On the convergence of Lawson methods for semilinear stiff problems
Marlis Hochbruck, Alexander Ostermann

TL;DR
This paper investigates the convergence properties of Lawson methods for stiff evolution equations, revealing that under certain regularity conditions, they achieve high-order convergence despite lacking stiff order conditions.
Contribution
It provides a detailed analysis of the regularity assumptions needed for high-order convergence of Lawson methods, explaining their effectiveness in certain boundary condition scenarios.
Findings
High-order convergence is achievable under specific regularity assumptions.
Lawson methods perform well with periodic boundary conditions.

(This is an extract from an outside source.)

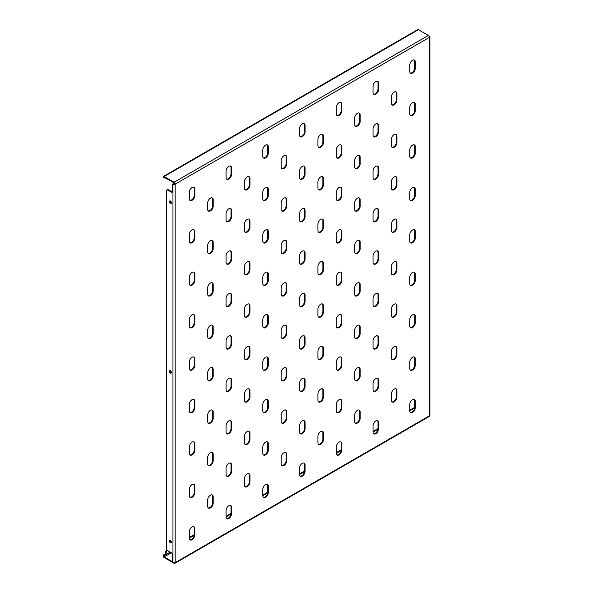 <?xml version="1.0" encoding="UTF-8"?>
<svg xmlns="http://www.w3.org/2000/svg" width="593" height="593" viewBox="0 0 593 593"><rect width="100%" height="100%" fill="white"/><g stroke="black" fill="none" stroke-linecap="round" stroke-linejoin="round"><path stroke-width="0.89" d="M394.167 346.675A3.899 2.253 120 0 0 391.41 351.449L391.41 357.809A3.899 2.253 120 0 0 392.218 359.595A3.899 2.253 120 0 0 395.22 358.55A3.899 2.253 120 0 0 396.917 354.629L396.917 348.261A3.899 2.253 120 0 0 396.117 346.482A3.899 2.253 120 0 0 394.167 346.675M394.167 389.104A3.899 2.253 120 0 0 391.41 393.878L391.41 400.238A3.899 2.253 120 0 0 392.218 402.024A3.899 2.253 120 0 0 395.22 400.979A3.899 2.253 120 0 0 396.917 397.058L396.917 390.691A3.899 2.253 120 0 0 396.117 388.912A3.899 2.253 120 0 0 394.167 389.104M412.535 357.282A3.899 2.253 120 0 0 409.778 362.056L409.778 368.416A3.899 2.253 120 0 0 410.586 370.202A3.899 2.253 120 0 0 413.588 369.157A3.899 2.253 120 0 0 415.293 365.236L415.293 358.869A3.899 2.253 120 0 0 414.485 357.09A3.899 2.253 120 0 0 412.535 357.282M412.535 399.712A3.899 2.253 120 0 0 409.778 404.485L409.778 410.845A3.899 2.253 120 0 0 410.586 412.632A3.899 2.253 120 0 0 413.588 411.586A3.899 2.253 120 0 0 415.293 407.665L415.293 401.298A3.899 2.253 120 0 0 414.485 399.519A3.899 2.253 120 0 0 412.535 399.712M169.383 201.62A1.431 0.823 -120 0 0 170.006 203.058A1.431 0.823 -120 0 0 171.103 203.436A1.431 0.823 -120 0 0 171.399 202.784A1.431 0.823 -120 0 0 170.777 201.346A1.431 0.823 -120 0 0 169.672 200.96A1.431 0.823 -120 0 0 169.383 201.62M170.006 200.901A1.431 0.823 -120 0 0 169.932 201.301A1.431 0.823 -120 0 0 171.325 203.184M169.383 541.053A1.431 0.823 -120 0 0 170.006 542.491A1.431 0.823 -120 0 0 171.103 542.869A1.431 0.823 -120 0 0 171.399 542.217A1.431 0.823 -120 0 0 170.777 540.779A1.431 0.823 -120 0 0 169.672 540.393A1.431 0.823 -120 0 0 169.383 541.053M170.006 540.334A1.431 0.823 -120 0 0 169.932 540.734A1.431 0.823 -120 0 0 171.325 542.617M169.383 371.337A1.431 0.823 -120 0 0 170.006 372.775A1.431 0.823 -120 0 0 171.103 373.153A1.431 0.823 -120 0 0 171.399 372.5A1.431 0.823 -120 0 0 170.777 371.062A1.431 0.823 -120 0 0 169.672 370.677A1.431 0.823 -120 0 0 169.383 371.337M170.006 370.618A1.431 0.823 -120 0 0 169.932 371.018A1.431 0.823 -120 0 0 171.325 372.901M412.535 314.853A3.899 2.253 120 0 0 409.778 319.627L409.778 325.987A3.899 2.253 120 0 0 410.586 327.773A3.899 2.253 120 0 0 413.588 326.728A3.899 2.253 120 0 0 415.293 322.807L415.293 316.44A3.899 2.253 120 0 0 414.485 314.661A3.899 2.253 120 0 0 412.535 314.853M412.535 272.424A3.899 2.253 120 0 0 409.778 277.198L409.778 283.558A3.899 2.253 120 0 0 410.586 285.344A3.899 2.253 120 0 0 413.588 284.299A3.899 2.253 120 0 0 415.293 280.378L415.293 274.01A3.899 2.253 120 0 0 414.485 272.231A3.899 2.253 120 0 0 412.535 272.424M412.535 229.995A3.899 2.253 120 0 0 409.778 234.769L409.778 241.129A3.899 2.253 120 0 0 410.586 242.915A3.899 2.253 120 0 0 413.588 241.87A3.899 2.253 120 0 0 415.293 237.949L415.293 231.581A3.899 2.253 120 0 0 414.485 229.802A3.899 2.253 120 0 0 412.535 229.995M412.535 187.566A3.899 2.253 120 0 0 409.778 192.34L409.778 198.699A3.899 2.253 120 0 0 410.586 200.486A3.899 2.253 120 0 0 413.588 199.441A3.899 2.253 120 0 0 415.293 195.52L415.293 189.152A3.899 2.253 120 0 0 414.485 187.373A3.899 2.253 120 0 0 412.535 187.566M412.535 145.137A3.899 2.253 120 0 0 409.778 149.91L409.778 156.27A3.899 2.253 120 0 0 410.586 158.057A3.899 2.253 120 0 0 413.588 157.012A3.899 2.253 120 0 0 415.293 153.09L415.293 146.723A3.899 2.253 120 0 0 414.485 144.944A3.899 2.253 120 0 0 412.535 145.137M412.535 102.708A3.899 2.253 120 0 0 409.778 107.481L409.778 113.841A3.899 2.253 120 0 0 410.586 115.628A3.899 2.253 120 0 0 413.588 114.582A3.899 2.253 120 0 0 415.293 110.661L415.293 104.294A3.899 2.253 120 0 0 414.485 102.515A3.899 2.253 120 0 0 412.535 102.708M412.535 60.278A3.899 2.253 120 0 0 409.778 65.052L409.778 71.412A3.899 2.253 120 0 0 410.586 73.198A3.899 2.253 120 0 0 413.588 72.153A3.899 2.253 120 0 0 415.293 68.232L415.293 61.865A3.899 2.253 120 0 0 414.485 60.086A3.899 2.253 120 0 0 412.535 60.278M375.792 420.926A3.899 2.253 120 0 0 373.034 425.7L373.034 432.06A3.899 2.253 120 0 0 373.842 433.846A3.899 2.253 120 0 0 376.844 432.801A3.899 2.253 120 0 0 378.549 428.88L378.549 422.512A3.899 2.253 120 0 0 377.741 420.733A3.899 2.253 120 0 0 375.792 420.926M375.792 378.497A3.899 2.253 120 0 0 373.034 383.271L373.034 389.631A3.899 2.253 120 0 0 373.842 391.417A3.899 2.253 120 0 0 376.844 390.372A3.899 2.253 120 0 0 378.549 386.451L378.549 380.083A3.899 2.253 120 0 0 377.741 378.304A3.899 2.253 120 0 0 375.792 378.497M375.792 336.068A3.899 2.253 120 0 0 373.034 340.842L373.034 347.201A3.899 2.253 120 0 0 373.842 348.988A3.899 2.253 120 0 0 376.844 347.943A3.899 2.253 120 0 0 378.549 344.022L378.549 337.654A3.899 2.253 120 0 0 377.741 335.875A3.899 2.253 120 0 0 375.792 336.068M375.792 293.639A3.899 2.253 120 0 0 373.034 298.412L373.034 304.772A3.899 2.253 120 0 0 373.842 306.559A3.899 2.253 120 0 0 376.844 305.514A3.899 2.253 120 0 0 378.549 301.592L378.549 295.225A3.899 2.253 120 0 0 377.741 293.446A3.899 2.253 120 0 0 375.792 293.639M375.792 251.21A3.899 2.253 120 0 0 373.034 255.983L373.034 262.343A3.899 2.253 120 0 0 373.842 264.13A3.899 2.253 120 0 0 376.844 263.084A3.899 2.253 120 0 0 378.549 259.163L378.549 252.796A3.899 2.253 120 0 0 377.741 251.017A3.899 2.253 120 0 0 375.792 251.21M375.792 208.78A3.899 2.253 120 0 0 373.034 213.554L373.034 219.914A3.899 2.253 120 0 0 373.842 221.7A3.899 2.253 120 0 0 376.844 220.655A3.899 2.253 120 0 0 378.549 216.734L378.549 210.367A3.899 2.253 120 0 0 377.741 208.588A3.899 2.253 120 0 0 375.792 208.78M375.792 166.351A3.899 2.253 120 0 0 373.034 171.125L373.034 177.485A3.899 2.253 120 0 0 373.842 179.271A3.899 2.253 120 0 0 376.844 178.226A3.899 2.253 120 0 0 378.549 174.305L378.549 167.938A3.899 2.253 120 0 0 377.741 166.159A3.899 2.253 120 0 0 375.792 166.351M375.792 123.922A3.899 2.253 120 0 0 373.034 128.696L373.034 135.056A3.899 2.253 120 0 0 373.842 136.842A3.899 2.253 120 0 0 376.844 135.797A3.899 2.253 120 0 0 378.549 131.876L378.549 125.508A3.899 2.253 120 0 0 377.741 123.729A3.899 2.253 120 0 0 375.792 123.922M375.792 81.493A3.899 2.253 120 0 0 373.034 86.267L373.034 92.627A3.899 2.253 120 0 0 373.842 94.413A3.899 2.253 120 0 0 376.844 93.368A3.899 2.253 120 0 0 378.549 89.447L378.549 83.079A3.899 2.253 120 0 0 377.741 81.3A3.899 2.253 120 0 0 375.792 81.493M339.048 442.141A3.899 2.253 120 0 0 336.29 446.914L336.29 453.274A3.899 2.253 120 0 0 337.098 455.061A3.899 2.253 120 0 0 340.1 454.016A3.899 2.253 120 0 0 341.805 450.094L341.805 443.727A3.899 2.253 120 0 0 340.997 441.948A3.899 2.253 120 0 0 339.048 442.141M339.048 399.712A3.899 2.253 120 0 0 336.29 404.485L336.29 410.845A3.899 2.253 120 0 0 337.098 412.632A3.899 2.253 120 0 0 340.1 411.586A3.899 2.253 120 0 0 341.805 407.665L341.805 401.298A3.899 2.253 120 0 0 340.997 399.519A3.899 2.253 120 0 0 339.048 399.712M339.048 357.282A3.899 2.253 120 0 0 336.29 362.056L336.29 368.416A3.899 2.253 120 0 0 337.098 370.202A3.899 2.253 120 0 0 340.1 369.157A3.899 2.253 120 0 0 341.805 365.236L341.805 358.869A3.899 2.253 120 0 0 340.997 357.09A3.899 2.253 120 0 0 339.048 357.282M339.048 314.853A3.899 2.253 120 0 0 336.29 319.627L336.29 325.987A3.899 2.253 120 0 0 337.098 327.773A3.899 2.253 120 0 0 340.1 326.728A3.899 2.253 120 0 0 341.805 322.807L341.805 316.44A3.899 2.253 120 0 0 340.997 314.661A3.899 2.253 120 0 0 339.048 314.853M339.048 272.424A3.899 2.253 120 0 0 336.29 277.198L336.29 283.558A3.899 2.253 120 0 0 337.098 285.344A3.899 2.253 120 0 0 340.1 284.299A3.899 2.253 120 0 0 341.805 280.378L341.805 274.01A3.899 2.253 120 0 0 340.997 272.231A3.899 2.253 120 0 0 339.048 272.424M339.048 229.995A3.899 2.253 120 0 0 336.29 234.769L336.29 241.129A3.899 2.253 120 0 0 337.098 242.915A3.899 2.253 120 0 0 340.1 241.87A3.899 2.253 120 0 0 341.805 237.949L341.805 231.581A3.899 2.253 120 0 0 340.997 229.802A3.899 2.253 120 0 0 339.048 229.995M339.048 187.566A3.899 2.253 120 0 0 336.29 192.34L336.29 198.699A3.899 2.253 120 0 0 337.098 200.486A3.899 2.253 120 0 0 340.1 199.441A3.899 2.253 120 0 0 341.805 195.52L341.805 189.152A3.899 2.253 120 0 0 340.997 187.373A3.899 2.253 120 0 0 339.048 187.566M339.048 145.137A3.899 2.253 120 0 0 336.29 149.91L336.29 156.27A3.899 2.253 120 0 0 337.098 158.057A3.899 2.253 120 0 0 340.1 157.012A3.899 2.253 120 0 0 341.805 153.09L341.805 146.723A3.899 2.253 120 0 0 340.997 144.944A3.899 2.253 120 0 0 339.048 145.137M339.048 102.708A3.899 2.253 120 0 0 336.29 107.481L336.29 113.841A3.899 2.253 120 0 0 337.098 115.628A3.899 2.253 120 0 0 340.1 114.582A3.899 2.253 120 0 0 341.805 110.661L341.805 104.294A3.899 2.253 120 0 0 340.997 102.515A3.899 2.253 120 0 0 339.048 102.708M302.304 463.355A3.899 2.253 120 0 0 299.547 468.129L299.547 474.489A3.899 2.253 120 0 0 300.354 476.275A3.899 2.253 120 0 0 303.357 475.23A3.899 2.253 120 0 0 305.061 471.309L305.061 464.942A3.899 2.253 120 0 0 304.253 463.163A3.899 2.253 120 0 0 302.304 463.355M302.304 420.926A3.899 2.253 120 0 0 299.547 425.7L299.547 432.06A3.899 2.253 120 0 0 300.354 433.846A3.899 2.253 120 0 0 303.357 432.801A3.899 2.253 120 0 0 305.061 428.88L305.061 422.512A3.899 2.253 120 0 0 304.253 420.733A3.899 2.253 120 0 0 302.304 420.926M302.304 378.497A3.899 2.253 120 0 0 299.547 383.271L299.547 389.631A3.899 2.253 120 0 0 300.354 391.417A3.899 2.253 120 0 0 303.357 390.372A3.899 2.253 120 0 0 305.061 386.451L305.061 380.083A3.899 2.253 120 0 0 304.253 378.304A3.899 2.253 120 0 0 302.304 378.497M302.304 336.068A3.899 2.253 120 0 0 299.547 340.842L299.547 347.201A3.899 2.253 120 0 0 300.354 348.988A3.899 2.253 120 0 0 303.357 347.943A3.899 2.253 120 0 0 305.061 344.022L305.061 337.654A3.899 2.253 120 0 0 304.253 335.875A3.899 2.253 120 0 0 302.304 336.068M302.304 293.639A3.899 2.253 120 0 0 299.547 298.412L299.547 304.772A3.899 2.253 120 0 0 300.354 306.559A3.899 2.253 120 0 0 303.357 305.514A3.899 2.253 120 0 0 305.061 301.592L305.061 295.225A3.899 2.253 120 0 0 304.253 293.446A3.899 2.253 120 0 0 302.304 293.639M302.304 251.21A3.899 2.253 120 0 0 299.547 255.983L299.547 262.343A3.899 2.253 120 0 0 300.354 264.13A3.899 2.253 120 0 0 303.357 263.084A3.899 2.253 120 0 0 305.061 259.163L305.061 252.796A3.899 2.253 120 0 0 304.253 251.017A3.899 2.253 120 0 0 302.304 251.21M302.304 208.78A3.899 2.253 120 0 0 299.547 213.554L299.547 219.914A3.899 2.253 120 0 0 300.354 221.7A3.899 2.253 120 0 0 303.357 220.655A3.899 2.253 120 0 0 305.061 216.734L305.061 210.367A3.899 2.253 120 0 0 304.253 208.588A3.899 2.253 120 0 0 302.304 208.78M302.304 166.351A3.899 2.253 120 0 0 299.547 171.125L299.547 177.485A3.899 2.253 120 0 0 300.354 179.271A3.899 2.253 120 0 0 303.357 178.226A3.899 2.253 120 0 0 305.061 174.305L305.061 167.938A3.899 2.253 120 0 0 304.253 166.159A3.899 2.253 120 0 0 302.304 166.351M302.304 123.922A3.899 2.253 120 0 0 299.547 128.696L299.547 135.056A3.899 2.253 120 0 0 300.354 136.842A3.899 2.253 120 0 0 303.357 135.797A3.899 2.253 120 0 0 305.061 131.876L305.061 125.508A3.899 2.253 120 0 0 304.253 123.729A3.899 2.253 120 0 0 302.304 123.922M265.56 484.57A3.899 2.253 120 0 0 262.803 489.344L262.803 495.704A3.899 2.253 120 0 0 263.611 497.49A3.899 2.253 120 0 0 266.613 496.445A3.899 2.253 120 0 0 268.318 492.524L268.318 486.156A3.899 2.253 120 0 0 267.51 484.377A3.899 2.253 120 0 0 265.56 484.57M265.56 442.141A3.899 2.253 120 0 0 262.803 446.914L262.803 453.274A3.899 2.253 120 0 0 263.611 455.061A3.899 2.253 120 0 0 266.613 454.016A3.899 2.253 120 0 0 268.318 450.094L268.318 443.727A3.899 2.253 120 0 0 267.51 441.948A3.899 2.253 120 0 0 265.56 442.141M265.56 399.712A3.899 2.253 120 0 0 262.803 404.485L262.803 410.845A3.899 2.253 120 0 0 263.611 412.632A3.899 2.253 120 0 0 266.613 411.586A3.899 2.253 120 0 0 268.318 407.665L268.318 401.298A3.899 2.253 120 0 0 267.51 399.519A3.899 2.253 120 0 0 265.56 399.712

Order reduction occurs with Dirichlet boundary conditions.
Abstract
Since their introduction in 1967, Lawson methods have achieved constant interest in the time discretization of evolution equations. The methods were originally devised for the numerical solution of stiff differential equations. Meanwhile, they constitute a well-established class of exponential integrators. The popularity of Lawson methods is in some contrast to the fact that they may have a bad convergence behaviour, since they do not satisfy any of the stiff order conditions. The aim of this paper is to explain this discrepancy. It is shown that non-stiff order conditions together with appropriate regularity assumptions imply high-order convergence of Lawson methods. Note, however, that the term regularity here includes the behaviour of the solution at the boundary. For instance, Lawson methods will behave well in the case of periodic boundary conditions, but they will show a dramatic…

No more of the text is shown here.